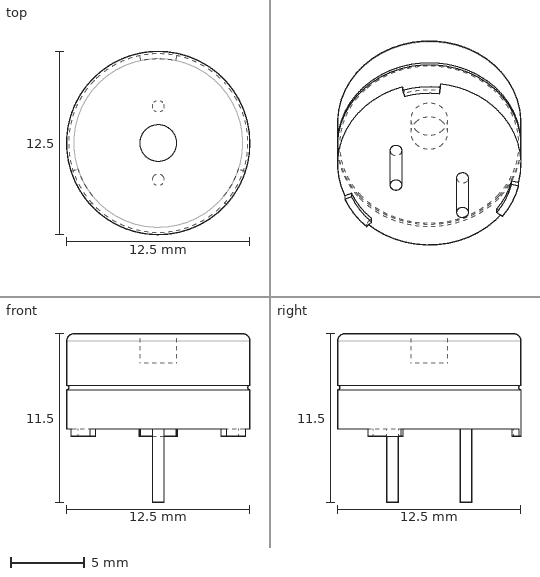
import cadquery as cq

body_diameter = 12.5
body_radius = body_diameter / 2
body_height = 6.5
top_edge_radius = 0.5

groove_radius = 0.15
groove_height = 2.82

hole_diameter = 2.5
hole_depth = 2

foot_count = 3
foot_drop = 0.5
foot_width = 0.5
foot_angle = 24
first_foot_angle = 90
foot_inner_radius = body_radius - foot_width
foot_pitch = 360 / foot_count

pin_diameter = 0.8
pin_length = 5
pin_spacing = 5

cut_margin = 0.62


def make_body():
    """Turned body with groove and rounded top edge, reaching down to the tips of the feet."""
    profile = (
        cq.Workplane("XZ")
        .moveTo(0, -foot_drop)
        .lineTo(body_radius, -foot_drop)
        .lineTo(body_radius, groove_height - groove_radius)
        .threePointArc(
            (body_radius - groove_radius, groove_height),
            (body_radius, groove_height + groove_radius),
        )
        .lineTo(body_radius, body_height)
        .lineTo(0, body_height)
        .close()
    )
    body = profile.revolve(360, (0, 0), (0, 1))
    return body.faces(">Z").edges().fillet(top_edge_radius)


def make_sound_hole():
    """Cutter for the blind hole in the top face."""
    top_plane = cq.Workplane("XY").workplane(offset=body_height)
    return top_plane.circle(hole_diameter / 2).extrude(-hole_depth)


def make_foot_recess():
    """Cutter that clears the space inside the ring of feet."""
    return cq.Workplane("XY").circle(foot_inner_radius).extrude(-foot_drop)


def make_foot_gap(start_angle):
    """Cutter that clears the rim from the end of one foot to the start of the next."""
    outer_reach = body_radius + cut_margin
    gap = (
        cq.Workplane("XZ")
        .moveTo(0, 0)
        .lineTo(outer_reach, 0)
        .lineTo(outer_reach, -foot_drop)
        .lineTo(0, -foot_drop)
        .close()
        .revolve(foot_pitch - foot_angle, (0, 0), (0, -1))
    )
    return gap.rotate((0, 0, 0), (0, 0, 1), start_angle + foot_pitch - foot_angle)


def make_pins():
    """Pair of pins hanging from the underside."""
    pin_places = [(0, -pin_spacing / 2), (0, pin_spacing / 2)]
    return cq.Workplane("XY").pushPoints(pin_places).circle(pin_diameter / 2).extrude(-pin_length)


result = make_body().cut(make_sound_hole()).cut(make_foot_recess())
for foot_index in range(foot_count):
    foot_middle = first_foot_angle + foot_index * foot_pitch
    result = result.cut(make_foot_gap(foot_middle + foot_angle / 2))
result = result.union(make_pins())

__Task brief__:
Reproduce all of the data exactly, omitting each picture it holds.

__Task result__:
import cadquery as cq

body_diameter = 12.5
body_radius = body_diameter / 2
body_height = 6.5
top_edge_radius = 0.5

groove_radius = 0.15
groove_height = 2.82

hole_diameter = 2.5
hole_depth = 2

foot_count = 3
foot_drop = 0.5
foot_width = 0.5
foot_angle = 24
first_foot_angle = 90
foot_inner_radius = body_radius - foot_width
foot_pitch = 360 / foot_count

pin_diameter = 0.8
pin_length = 5
pin_spacing = 5

cut_margin = 0.62


def make_body():
    """Turned body with groove and rounded top edge, reaching down to the tips of the feet."""
    profile = (
        cq.Workplane("XZ")
        .moveTo(0, -foot_drop)
        .lineTo(body_radius, -foot_drop)
        .lineTo(body_radius, groove_height - groove_radius)
        .threePointArc(
            (body_radius - groove_radius, groove_height),
            (body_radius, groove_height + groove_radius),
        )
        .lineTo(body_radius, body_height)
        .lineTo(0, body_height)
        .close()
    )
    body = profile.revolve(360, (0, 0), (0, 1))
    return body.faces(">Z").edges().fillet(top_edge_radius)


def make_sound_hole():
    """Cutter for the blind hole in the top face."""
    top_plane = cq.Workplane("XY").workplane(offset=body_height)
    return top_plane.circle(hole_diameter / 2).extrude(-hole_depth)


def make_foot_recess():
    """Cutter that clears the space inside the ring of feet."""
    return cq.Workplane("XY").circle(foot_inner_radius).extrude(-foot_drop)


def make_foot_gap(start_angle):
    """Cutter that clears the rim from the end of one foot to the start of the next."""
    outer_reach = body_radius + cut_margin
    gap = (
        cq.Workplane("XZ")
        .moveTo(0, 0)
        .lineTo(outer_reach, 0)
        .lineTo(outer_reach, -foot_drop)
        .lineTo(0, -foot_drop)
        .close()
        .revolve(foot_pitch - foot_angle, (0, 0), (0, -1))
    )
    return gap.rotate((0, 0, 0), (0, 0, 1), start_angle + foot_pitch - foot_angle)


def make_pins():
    """Pair of pins hanging from the underside."""
    pin_places = [(0, -pin_spacing / 2), (0, pin_spacing / 2)]
    return cq.Workplane("XY").pushPoints(pin_places).circle(pin_diameter / 2).extrude(-pin_length)


result = make_body().cut(make_sound_hole()).cut(make_foot_recess())
for foot_index in range(foot_count):
    foot_middle = first_foot_angle + foot_index * foot_pitch
    result = result.cut(make_foot_gap(foot_middle + foot_angle / 2))
result = result.union(make_pins())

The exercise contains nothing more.